Work request – Please copy, exactly as written, the span from the first line below to the line that contains "Material 'Material.001' (mat_material_001)", including both, and skip the pictures.

━━ Data provided ━━

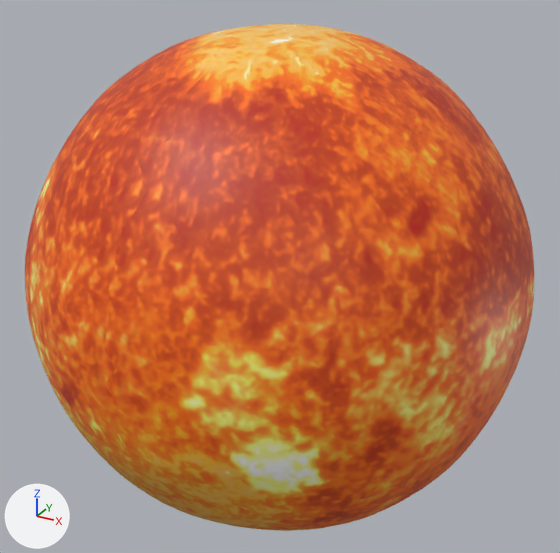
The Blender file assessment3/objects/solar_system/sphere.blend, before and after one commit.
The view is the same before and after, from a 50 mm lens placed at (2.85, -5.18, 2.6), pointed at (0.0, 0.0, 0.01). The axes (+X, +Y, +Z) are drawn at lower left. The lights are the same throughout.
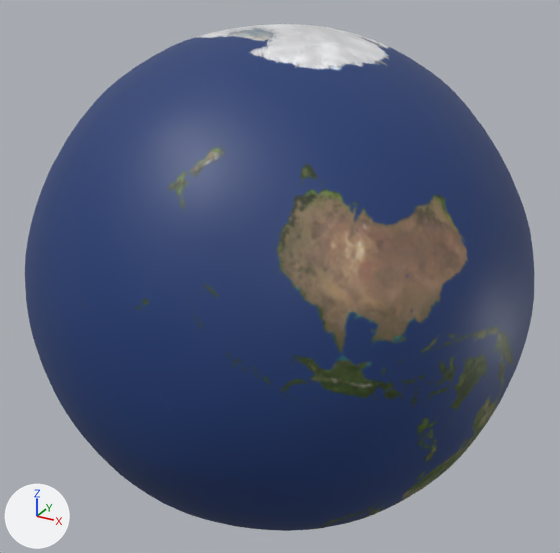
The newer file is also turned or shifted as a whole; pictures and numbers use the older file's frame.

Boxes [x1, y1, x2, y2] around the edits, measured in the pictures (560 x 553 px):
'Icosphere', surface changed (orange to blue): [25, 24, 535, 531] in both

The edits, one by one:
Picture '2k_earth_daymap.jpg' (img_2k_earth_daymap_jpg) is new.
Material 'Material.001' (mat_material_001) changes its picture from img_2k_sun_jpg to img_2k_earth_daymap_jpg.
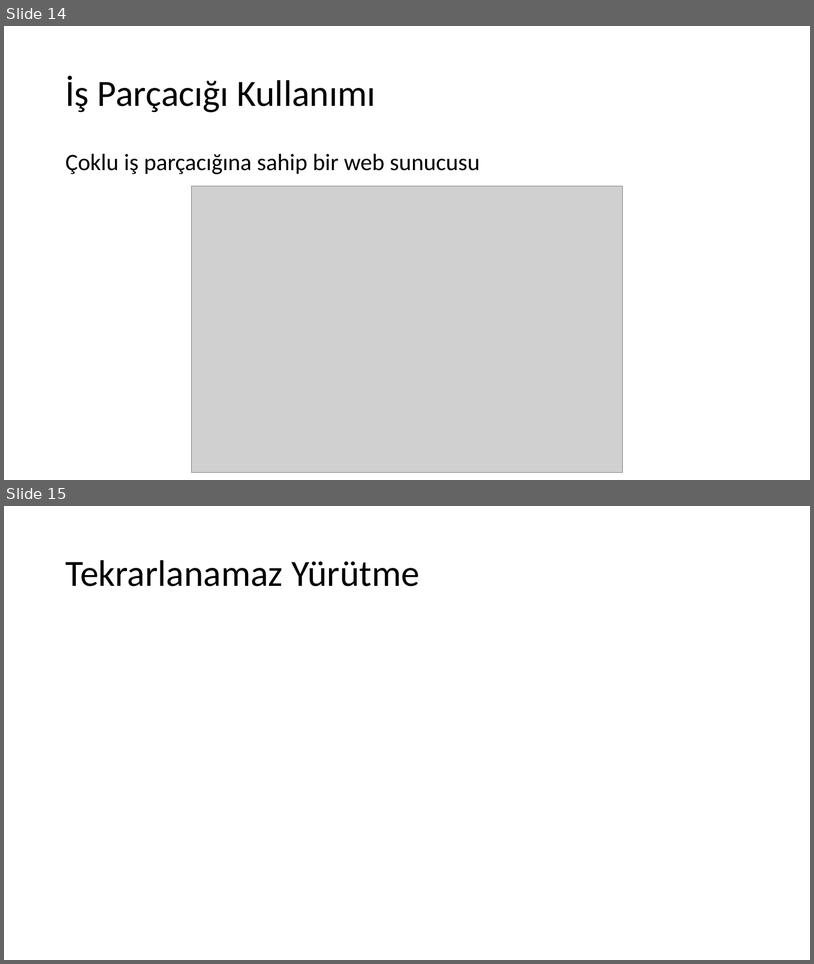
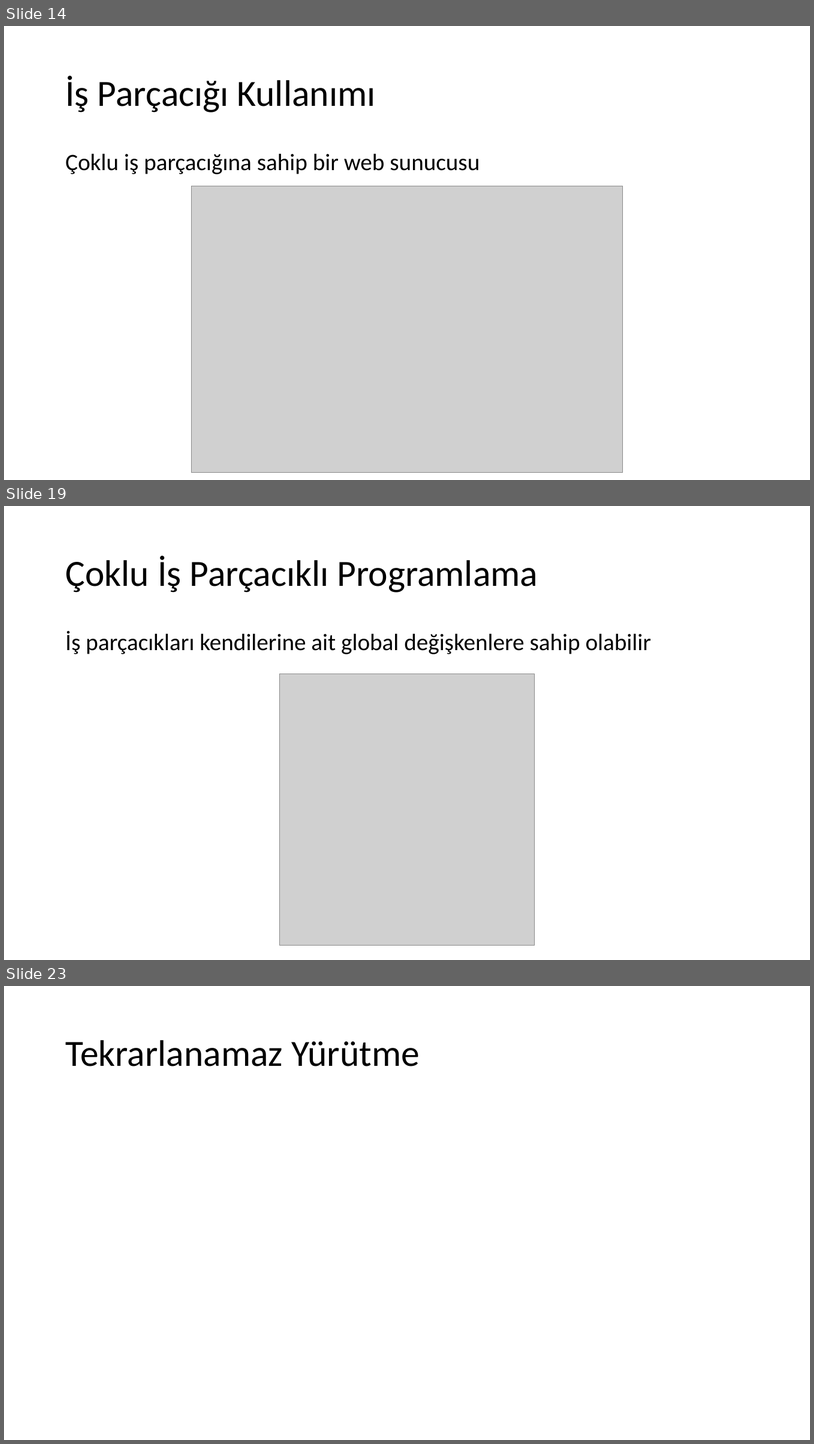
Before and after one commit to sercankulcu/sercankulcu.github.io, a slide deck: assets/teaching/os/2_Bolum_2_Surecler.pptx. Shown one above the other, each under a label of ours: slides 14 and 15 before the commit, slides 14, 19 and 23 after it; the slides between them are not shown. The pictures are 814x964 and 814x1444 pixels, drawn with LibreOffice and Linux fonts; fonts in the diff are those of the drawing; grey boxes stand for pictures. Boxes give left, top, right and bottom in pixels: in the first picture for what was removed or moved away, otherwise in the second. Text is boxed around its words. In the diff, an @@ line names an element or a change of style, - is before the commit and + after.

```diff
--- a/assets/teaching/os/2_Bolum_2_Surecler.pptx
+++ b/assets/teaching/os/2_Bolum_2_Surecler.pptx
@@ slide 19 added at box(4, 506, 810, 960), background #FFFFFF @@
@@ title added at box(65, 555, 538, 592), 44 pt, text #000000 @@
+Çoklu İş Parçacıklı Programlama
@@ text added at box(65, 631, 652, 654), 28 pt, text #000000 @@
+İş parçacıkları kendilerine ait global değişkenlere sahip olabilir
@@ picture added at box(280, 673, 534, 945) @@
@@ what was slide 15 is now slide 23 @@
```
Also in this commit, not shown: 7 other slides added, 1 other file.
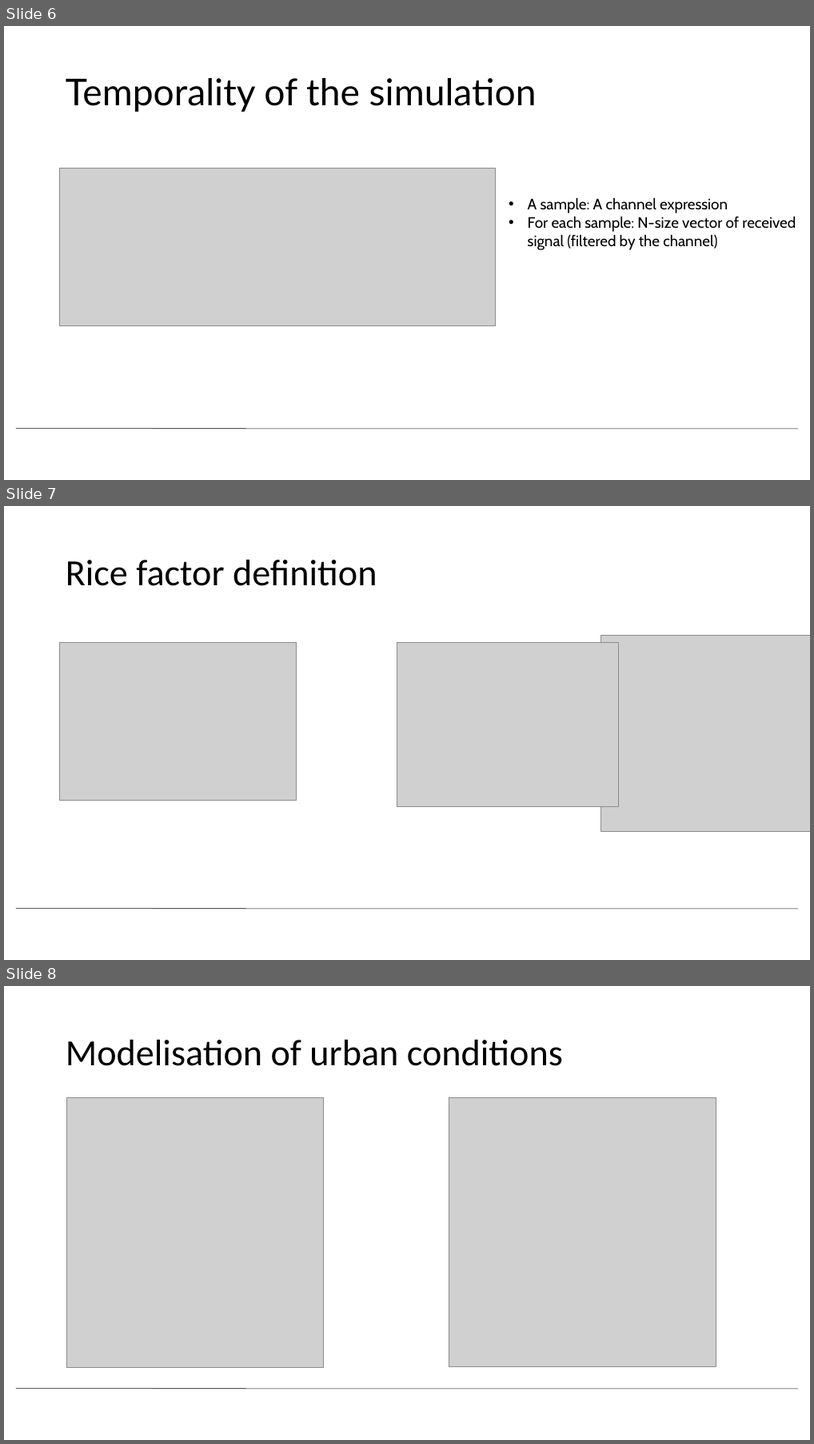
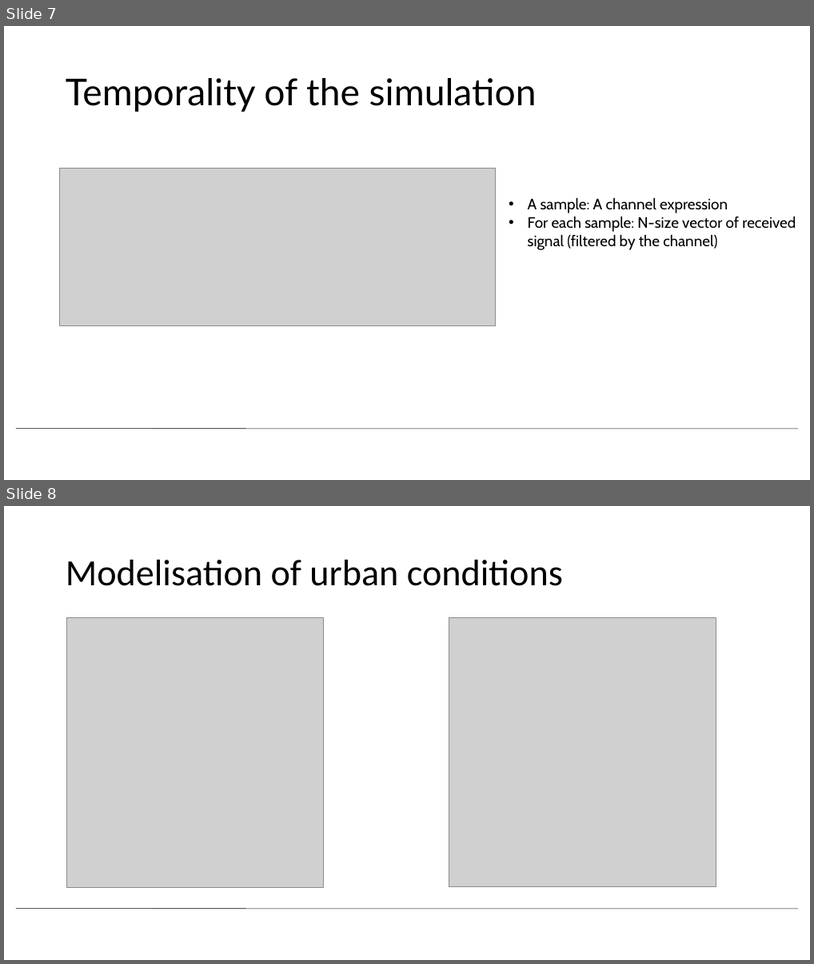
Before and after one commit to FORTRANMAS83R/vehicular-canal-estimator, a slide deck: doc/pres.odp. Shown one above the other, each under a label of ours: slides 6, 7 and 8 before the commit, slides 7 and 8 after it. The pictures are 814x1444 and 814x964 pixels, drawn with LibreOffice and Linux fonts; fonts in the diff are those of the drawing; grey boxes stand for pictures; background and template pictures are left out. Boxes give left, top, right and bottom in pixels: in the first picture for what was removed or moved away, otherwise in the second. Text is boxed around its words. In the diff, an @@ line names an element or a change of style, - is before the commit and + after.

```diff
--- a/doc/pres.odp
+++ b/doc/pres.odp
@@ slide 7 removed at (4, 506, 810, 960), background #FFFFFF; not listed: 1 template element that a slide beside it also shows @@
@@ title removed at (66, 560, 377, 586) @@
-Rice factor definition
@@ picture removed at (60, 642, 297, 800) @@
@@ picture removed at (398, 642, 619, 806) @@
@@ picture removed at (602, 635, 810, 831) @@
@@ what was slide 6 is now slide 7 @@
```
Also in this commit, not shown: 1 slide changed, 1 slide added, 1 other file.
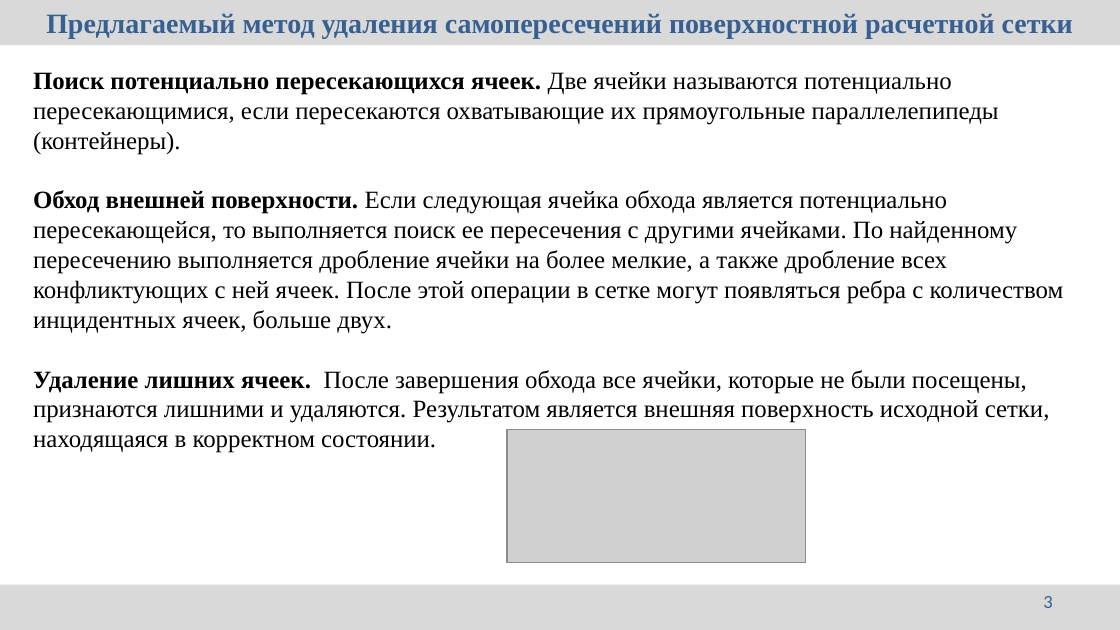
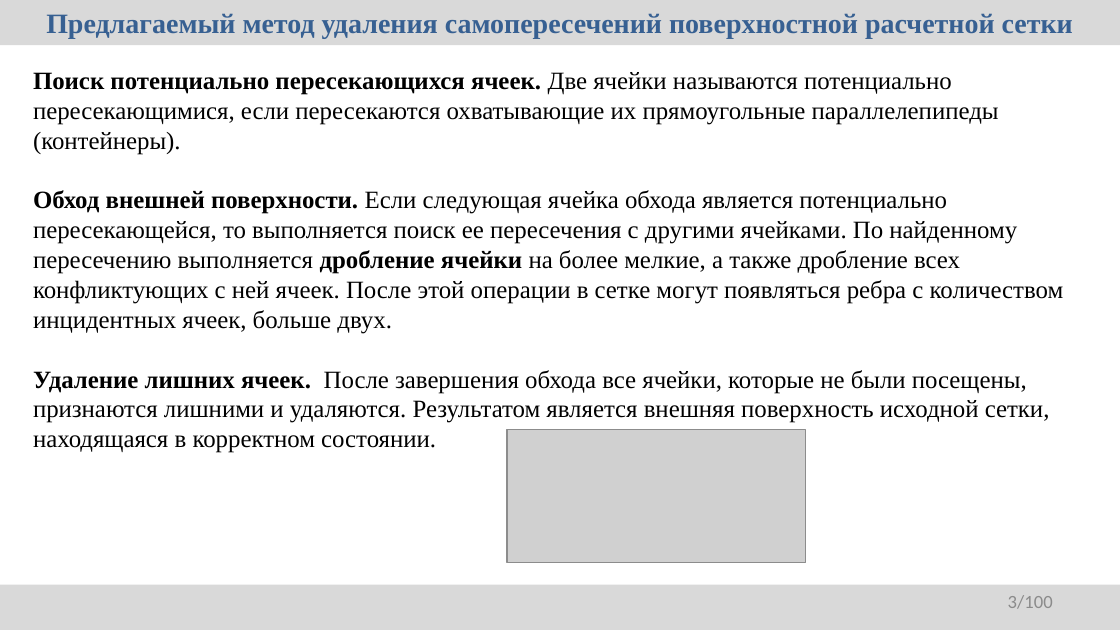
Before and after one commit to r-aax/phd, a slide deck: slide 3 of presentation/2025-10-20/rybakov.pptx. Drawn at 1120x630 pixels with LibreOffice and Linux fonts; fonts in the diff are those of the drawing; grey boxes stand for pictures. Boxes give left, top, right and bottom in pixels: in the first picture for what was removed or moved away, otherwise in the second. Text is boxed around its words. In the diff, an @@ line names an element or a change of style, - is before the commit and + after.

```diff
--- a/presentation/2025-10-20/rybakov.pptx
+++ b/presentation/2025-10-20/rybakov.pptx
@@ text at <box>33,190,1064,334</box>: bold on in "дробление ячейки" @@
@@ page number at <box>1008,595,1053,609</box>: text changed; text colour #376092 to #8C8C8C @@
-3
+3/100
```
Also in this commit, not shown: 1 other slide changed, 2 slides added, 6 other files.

━━━

Answer space –
The Blender file assessment3/objects/solar_system/sphere.blend, before and after one commit.
The view is the same before and after, from a 50 mm lens placed at (2.85, -5.18, 2.6), pointed at (0.0, 0.0, 0.01). The axes (+X, +Y, +Z) are drawn at lower left. The lights are the same throughout.
The newer file is also turned or shifted as a whole; pictures and numbers use the older file's frame.

Boxes [x1, y1, x2, y2] around the edits, measured in the pictures (560 x 553 px):
'Icosphere', surface changed (orange to blue): [25, 24, 535, 531] in both

The edits, one by one:
Picture '2k_earth_daymap.jpg' (img_2k_earth_daymap_jpg) is new.
Material 'Material.001' (mat_material_001) changes its picture from img_2k_sun_jpg to img_2k_earth_daymap_jpg.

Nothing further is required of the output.